Mavillo Gheller, ecco il Sedriano: “Puntiamo sul lavoro”
Dal Mavillo Gheller calciatore ad allenatore. E supervisore. Quante cose sono cambiate? “Quando ho smesso di giocare ho accumulato diverse esperienze. Lo scorso anno ho allenato la Juniores del Novara, poi ho lasciato perché non ho trovato quella programmazione che cercavo”. Mavillo si prende quindi una pausa. Breve. Anche perché non si può perdere tempo. Quello stesso tempo che, nel calcio giovanile, interpreta un ruolo da protagonista. Ma su questo ci torniamo più tardi.

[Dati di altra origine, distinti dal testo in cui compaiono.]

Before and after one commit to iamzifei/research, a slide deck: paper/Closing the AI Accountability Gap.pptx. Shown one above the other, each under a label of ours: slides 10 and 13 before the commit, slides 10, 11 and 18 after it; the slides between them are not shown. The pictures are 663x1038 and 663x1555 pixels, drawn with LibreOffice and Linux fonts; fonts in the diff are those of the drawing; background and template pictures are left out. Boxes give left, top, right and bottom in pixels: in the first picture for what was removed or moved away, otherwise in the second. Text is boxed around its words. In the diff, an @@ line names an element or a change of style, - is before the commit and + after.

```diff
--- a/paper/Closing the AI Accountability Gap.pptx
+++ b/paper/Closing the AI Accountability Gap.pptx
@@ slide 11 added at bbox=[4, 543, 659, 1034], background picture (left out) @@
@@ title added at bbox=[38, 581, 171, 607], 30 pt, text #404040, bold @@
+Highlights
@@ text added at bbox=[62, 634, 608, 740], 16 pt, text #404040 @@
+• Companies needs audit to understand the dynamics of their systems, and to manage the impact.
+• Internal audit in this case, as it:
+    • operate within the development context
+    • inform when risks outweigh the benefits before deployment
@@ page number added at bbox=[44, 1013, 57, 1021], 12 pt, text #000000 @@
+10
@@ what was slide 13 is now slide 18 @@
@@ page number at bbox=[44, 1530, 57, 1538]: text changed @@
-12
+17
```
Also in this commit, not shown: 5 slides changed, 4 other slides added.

“Ho deciso di accettare la proposta del Sedriano. Ho deciso di rispondere positivamente alla chiamata del presidente, nonché mio amico, Francesco Cardamone. Con lui, tra l’altro, ho giocato a Pistoia”. Una nuova isola felice. ”E’ una società situata in una zona di Milano. Sta investendo tanto in strutture e non solo. Il mio ruolo adesso è allenatore della prima squadra e, nel frattempo, fungo da supervisore del settore giovanile. Qualcuno da tenere d’occhio? Ci sono alcuni ragazzi del 2010 che quest’anno sono andati al Milan. Tanti sono invidiati da alcune società. Puntiamo sul lavoro e l’ambiente che abbiamo creato all’esterno”.

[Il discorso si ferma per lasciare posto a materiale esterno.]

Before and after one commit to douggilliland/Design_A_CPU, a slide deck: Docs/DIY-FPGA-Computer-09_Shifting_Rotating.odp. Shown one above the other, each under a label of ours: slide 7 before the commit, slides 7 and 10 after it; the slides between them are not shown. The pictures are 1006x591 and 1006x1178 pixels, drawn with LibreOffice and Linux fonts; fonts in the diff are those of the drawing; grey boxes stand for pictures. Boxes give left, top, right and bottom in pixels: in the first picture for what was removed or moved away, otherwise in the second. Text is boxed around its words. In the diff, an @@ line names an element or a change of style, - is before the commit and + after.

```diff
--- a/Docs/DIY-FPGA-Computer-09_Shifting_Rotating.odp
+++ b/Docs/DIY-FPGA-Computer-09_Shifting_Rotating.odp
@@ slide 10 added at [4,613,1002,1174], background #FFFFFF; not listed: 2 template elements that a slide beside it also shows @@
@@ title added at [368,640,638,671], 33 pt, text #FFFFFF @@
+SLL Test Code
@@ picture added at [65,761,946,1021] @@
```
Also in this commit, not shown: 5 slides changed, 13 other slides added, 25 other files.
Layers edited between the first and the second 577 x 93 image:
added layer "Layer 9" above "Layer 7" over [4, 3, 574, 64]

La visita al Benfica e l’aneddoto su Bruno Fernandes: “Senza di lui chissà dove sarebbe ora?”
Ma torniamo al concetto di ‘tempo‘. In un calcio sempre più moderno, veloce. In un calcio che non sa più pazientare, a risentirne sono sempre più spesso i giovani. “Di recente, proprio grazie al Sedriano, abbiamo fatto visita al centro sportivo del Benfica. Cosa dire…sono molto più avanti. – afferma un Mavillo decisamente pensieroso – . In Italia credo manchino le strutture. Non è possibile che alcune squadre dilettantistiche siano più attrezzate di certi club professionistici”. E poi il tempo, sempre il tempo che ritorna raccontando un aneddoto sull’attuale capitano del Manchester United incrociato ai tempi del Novara. “Non eccelleva nelle doti fisiche, eppure aveva delle qualità. Bruno è stato aggregato nell’ultima parte di campionato in prima squadra, quando Gattuso decise di portarlo con sé. Se il mister non fosse mai andato in prima, la strada di Bruno avrebbe preso lo stesso percorso che – ad oggi – lo ha portato ad essere quel campione che tutti conosciamo?”

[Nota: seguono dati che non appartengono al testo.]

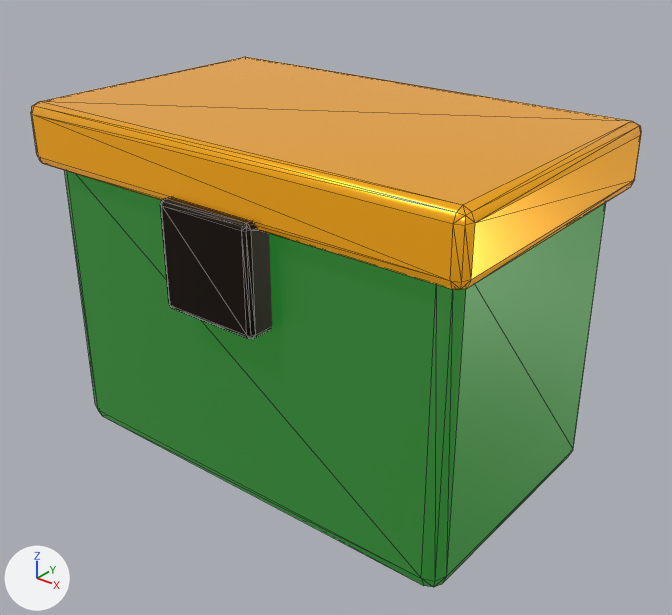
Before and after pictures for a commit that changed the glTF model assets/models/pickups/powerup_max_ammo.glb.
Camera for both pictures: a 50 mm lens placed at (0.516, -0.629, 0.542), pointed at (0.026, -0.016, 0.162). The lights are fixed; the arrows at lower left show +X, +Y and +Z. The picture after the commit comes second. Mesh edges are drawn as thin lines. Vertices at exactly the same position are counted once.

In view in the first picture: 'MaxAmmo'.
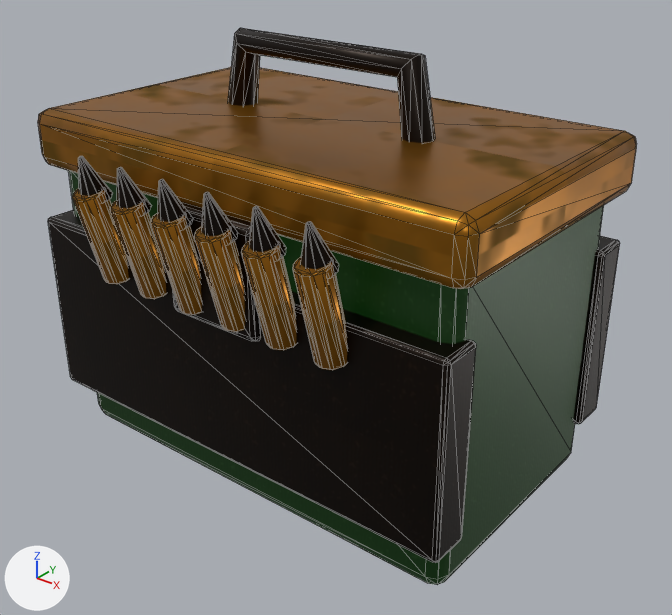
Boxes [x1, y1, x2, y2] around the edits, measured in the pictures (672 x 615 px; the box of a moved part takes in the faces that stretch with it):
'MaxAmmo', surface changed, reshaped: before [31, 56, 641, 587]; after [38, 28, 637, 585]
part 1 of me_cube, moved or reshaped: before [64, 170, 606, 587]; after [68, 170, 604, 585]
part 2 of me_cube, moved or reshaped: before [160, 197, 272, 339]; after [173, 201, 260, 341]
part 3 of me_cube, rebuilt: before [31, 56, 641, 290]; after [38, 67, 637, 289]
part 4 of me_cube, added: after [48, 28, 620, 563]

The change, as a list of edits to the scene's bpy script:
```text
Add img_gun_steel_albedo:
    img_gun_steel_albedo = load_image('gun_steel_albedo', '_unpacked/gun_steel_albedo', 512, 512, 'sRGB')
Add img_gun_steel_normal:
    img_gun_steel_normal = load_image('gun_steel_normal', '_unpacked/gun_steel_normal', 512, 512, 'Non-Color')
Add img_brass_roughness:
    img_brass_roughness = load_image('brass_roughness', '_unpacked/brass_roughness', 512, 512, 'Non-Color')
Add img_brass_normal:
    img_brass_normal = load_image('brass_normal', '_unpacked/brass_normal', 512, 512, 'Non-Color')
Add img_brass_albedo:
    img_brass_albedo = load_image('brass_albedo', '_unpacked/brass_albedo', 512, 512, 'sRGB')
Change mat_powergold:
    remove # nodes: BsdfPrincipled, OutputMaterial
    remove # colours: orange #e0a324, brown #a46b0d
    nodes: BsdfPrincipled, Math, Mix, NormalMap, OutputMaterial, SeparateColor, TexImage x3
    colours: brown #2d1b02, yellow #fae09e
    uses the picture img_brass_albedo
    uses the picture img_brass_normal
    uses the picture img_brass_roughness
Add mat_powerolivesteel:
    mat_powerolivesteel = bpy.data.materials.new('PowerOliveSteel')
    # colours: black #072207, green #85b866
    # uses the picture img_gun_steel_albedo
    # uses the picture img_gun_steel_normal
Change me_cube:
    used by ob_maxammo; location = (0.0, 0.0, 0.0)
    remove me_cube.from_pydata(...)  # 168 vertices, 324 faces; spans x -0.235..0.235, y -0.155..0.155, z 0.0..0.34
    remove me_cube.materials.append(mat_powersteel)  # dark green #42573d
    add me_cube.from_pydata(...)  # 792 vertices, 1512 faces; spans x -0.235..0.235, y -0.18..0.15, z 0.0..0.401
    me_cube part 1: the loose piece of 56 vertices spanning x -0.22..0.22, y -0.13..0.13, z 0.0..0.3 is scaled about the mesh origin by (1, 0.963, 0.969), in mat_powerolivesteel
    me_cube part 2: the loose piece of 56 vertices spanning x -0.05..0.05, y -0.155..0.155, z 0.19..0.29 is scaled about its middle by (0.988, 0.963, 0.988), then moved by (0.0, 0.0, -0.005)
    me_cube part 3: the loose piece of 56 vertices spanning x -0.235..0.235, y -0.145..0.145, z 0.28..0.34 is rebuilt with 56 vertices and now spans x -0.235..0.235, y -0.14..0.14, z 0.278..0.333
    me_cube part 4: 624 vertices added at x -0.228..0.228, y -0.18..0.145, z 0.05..0.401
    add me_cube.materials.append(mat_powerolivesteel)
```

“Penso che ogni giocatore maturi alla propria maniera. Non è detto che se un 19enne non si è affermato, vuol dire che ‘sia finito’. Evidentemente ha bisogno di più tempo per migliorare. E’ necessario aspettare i giocatori, migliorare le strutture e, secondo me, avere degli allenatore adeguati. E per fare ciò bisogna investire”.